To put it in perspective, Cook Nuclear Plant is approximately 2200-megawatts. So to replace our two unit site, it would take 40 square miles of solar arrays.

Why Ohio? Two years ago, Governor Strickland signed Senate Bill 221, a measure that requires utilities to produce 25 percent of their electricity from so-called advanced sources by 2025. Solar power was the only energy source that got its own piece of the pie in the law. Solar must compose 0.5 percent of overall electricity by 2025, which translates to roughly 400 megawatts. Notably, the law applies only to investor-owned utilities, a group that includes American Electric Power, FirstEnergy, Duke Energy and Dayton Power and Light. Rural electric cooperatives and municipal utilities, such as AMP's clients, are exempt.

So far, AEP has made the largest investment in meeting the requirement. The Columbus-based utility helped develop the Wyandot project and has a contract to buy all the power produced there. AEP now has enough solar capacity to meet the benchmarks for 2010 through 2012. To meet subsequent goals, AEP plans to commission a series of solar arrays that would produce about 12 megawatts each. The next one likely will be announced next year.

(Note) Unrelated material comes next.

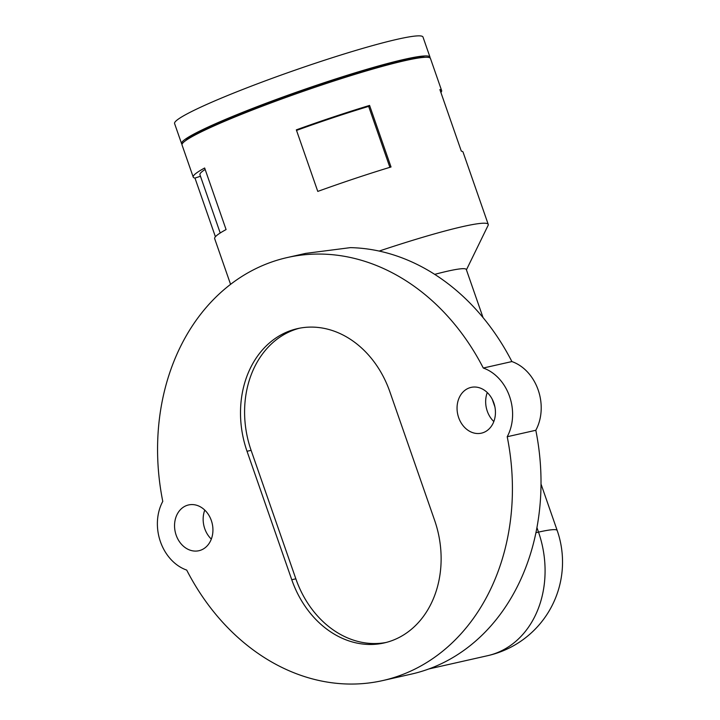<?xml version="1.0" encoding="UTF-8"?>
<svg xmlns="http://www.w3.org/2000/svg" width="720" height="720" viewBox="0 0 720 720"><rect width="100%" height="100%" fill="white"/><g stroke="black" fill="none" stroke-linecap="round" stroke-linejoin="round"><path stroke-width="1.08" d="M215.406 236.754L194.976 178.083A131.517 10.791 -19.2 0 1 193.221 177.075L182.034 144.954A131.517 10.791 -19.2 0 1 264.645 105.309A131.517 10.791 -19.2 0 1 404.856 60.669A131.517 10.791 -19.2 0 1 430.452 58.446L441.63 90.567A131.517 10.791 -19.2 0 1 440.883 92.448M379.17 251.073A131.517 10.791 -19.2 0 1 462.636 226.611A131.517 10.791 -19.2 0 1 488.232 224.388A131.517 10.791 -19.2 0 1 488.106 225.378L466.425 269.847M287.262 257.544L305.622 253.395L350.37 247.635A216.828 175.185 77.3 0 1 511.893 361.566L483.282 368.028A44.433 35.901 77.3 0 1 507.213 436.725A216.828 175.185 77.3 0 1 382.725 680.571A216.828 175.185 77.3 0 1 186.705 570.087A44.433 35.901 77.3 0 1 162.774 501.39A216.828 175.185 77.3 0 1 287.262 257.544A216.828 175.185 77.3 0 1 483.282 368.028M317.772 191.412A131.517 10.791 -19.2 0 1 391.023 166.986L369.585 105.426A131.517 10.791 -19.2 0 0 296.334 129.852L317.772 191.412M230.571 284.337L214.659 238.635A131.517 10.791 -19.2 0 1 226.08 229.563L204.651 168.003A131.517 10.791 -19.2 0 0 193.221 177.075M441.63 90.567A131.517 10.791 -19.2 0 0 439.884 89.559L461.313 151.119A131.517 10.791 -19.2 0 1 463.068 152.127L488.232 224.388M185.652 140.625A127.962 10.503 -19.2 0 1 273.474 100.818A127.962 10.503 -19.2 0 1 401.724 60.444A127.962 10.503 -19.2 0 1 424.926 57.303M182.07 144.189A131.517 10.791 -19.2 0 1 181.575 143.613A131.517 10.791 -19.2 0 1 264.186 103.977A131.517 10.791 -19.2 0 1 404.388 59.337A131.517 10.791 -19.2 0 1 429.984 57.114A131.517 10.791 -19.2 0 1 429.948 57.87M181.575 143.613L174.582 123.543A131.517 10.791 -19.2 0 1 257.193 83.898A131.517 10.791 -19.2 0 1 397.395 39.258A131.517 10.791 -19.2 0 1 422.991 37.035L429.984 57.114M211.32 539.109A23.463 18.954 77.3 0 1 204.768 510.102M511.893 361.566A44.433 35.901 77.3 0 1 535.815 430.272A216.828 175.185 77.3 0 1 434.664 666.684A216.828 175.185 77.3 0 1 411.336 674.109L382.725 680.571M389.88 391.824A95.265 76.968 -102.7 0 0 297.477 328.626A95.265 76.968 -102.7 0 0 247.023 451.269L291.762 579.735A95.265 76.968 -102.7 0 0 384.156 642.942A95.265 76.968 -102.7 0 0 434.61 520.299L389.88 391.824M186.048 505.746A23.463 18.954 77.3 0 1 188.577 504.945A23.463 18.954 77.3 0 1 212.229 523.656A23.463 18.954 77.3 0 1 198.909 550.719A23.463 18.954 77.3 0 1 175.662 533.592A23.463 18.954 77.3 0 1 186.048 505.746M468.558 388.197A23.463 18.954 77.3 0 1 471.078 387.396A23.463 18.954 77.3 0 1 494.739 406.107A23.463 18.954 77.3 0 1 481.41 433.161A23.463 18.954 77.3 0 1 458.163 416.043A23.463 18.954 77.3 0 1 468.558 388.197M493.821 421.551A23.463 18.954 77.3 0 1 487.278 392.553M296.532 130.41A124.416 10.206 -19.2 0 1 368.658 106.389L369.585 105.426M389.88 167.328L368.658 106.389M194.976 178.083L200.466 176.247M220.221 232.992L199.935 174.735A124.416 10.206 -19.2 0 1 205.146 169.434M299.529 328.194A95.265 76.968 -102.7 0 0 251.109 450.342L295.848 578.817A95.265 76.968 -102.7 0 0 386.199 642.447M434.7 274.374A95.976 7.875 -19.2 0 1 466.317 269.532L483.057 317.601M535.815 430.272L507.213 436.725M536.94 527.598L538.515 532.116L535.941 532.692M494.892 406.854L492.255 399.285M538.515 532.116A95.976 77.544 77.3 0 1 498.006 652.383A95.976 77.544 77.3 0 1 487.683 655.677A95.976 95.976 0 0 0 557.19 530.487A95.976 7.875 -19.2 0 0 538.515 532.116M295.848 578.817L291.762 579.735M251.109 450.342L247.023 451.269M428.859 668.952L487.683 655.677M541.026 484.065L557.19 530.487"/></g></svg>

  1. But the beauty of solar energy is that the arrays can be placed virtually anywhere there is unused space exposed to the sun- rooftops, parking lots, etc. The arrays don't have to be installed contiguously. This seems like a waste of a good cornfield!

  2. Thanks, Ginger. I was going to mention a few of those points too. And the technology continues to improve.

  3. The main problem with solar energy is that, at current consumer electricity pricing, these multi-megawatt installations will never generate enough power to even pay for their own construction costs, not to mention ongoing maintenance and operations costs. Unless there is a signifgicant breakthrough in solar panel efficiency, or the market price of electricity almost triples, these installations are basically black holes into which we funnel taxpayers' money.

  4. You would be amazed by how many companies around here in just the last three months have installed these solar panels around their huge buildings , in the unused land surrounding them. It's very nice to see!!!

  5. I agree with Ginger, The beauty of solar is that the panels can go anywhere. If we just put them on everyone's rooftops, we could generate a lot of electricity. Paul may have a point, but I don;'t think it's a major one. We can't hope to improve this technology unless we actively pursue it. The reason it is made to be ineffective, or we are told it is ineffective, is because the fuel source is totally free and available to all. That's usually a deal breaker for those corporate types who want us all addicted to something we have to buy. We've seen no major improvements in solar technology in 40 years because we've been too busy spending money on our other experiments, like trying to fill the Gulf of Mexico with oil...

  6. Nice post Ken. :)

    Solar is only one solution we need to be expanding. We need to diversify. If eco energy production is to be viable it needs to benefit everyone, everywhere. I'd like to see that bundled with enhanced nuclear plant production.

    I agree with Paul that the costs are extreme, but most of that is artificial, a circumstance created by our continued exclusive support/reliance on fossil fuels.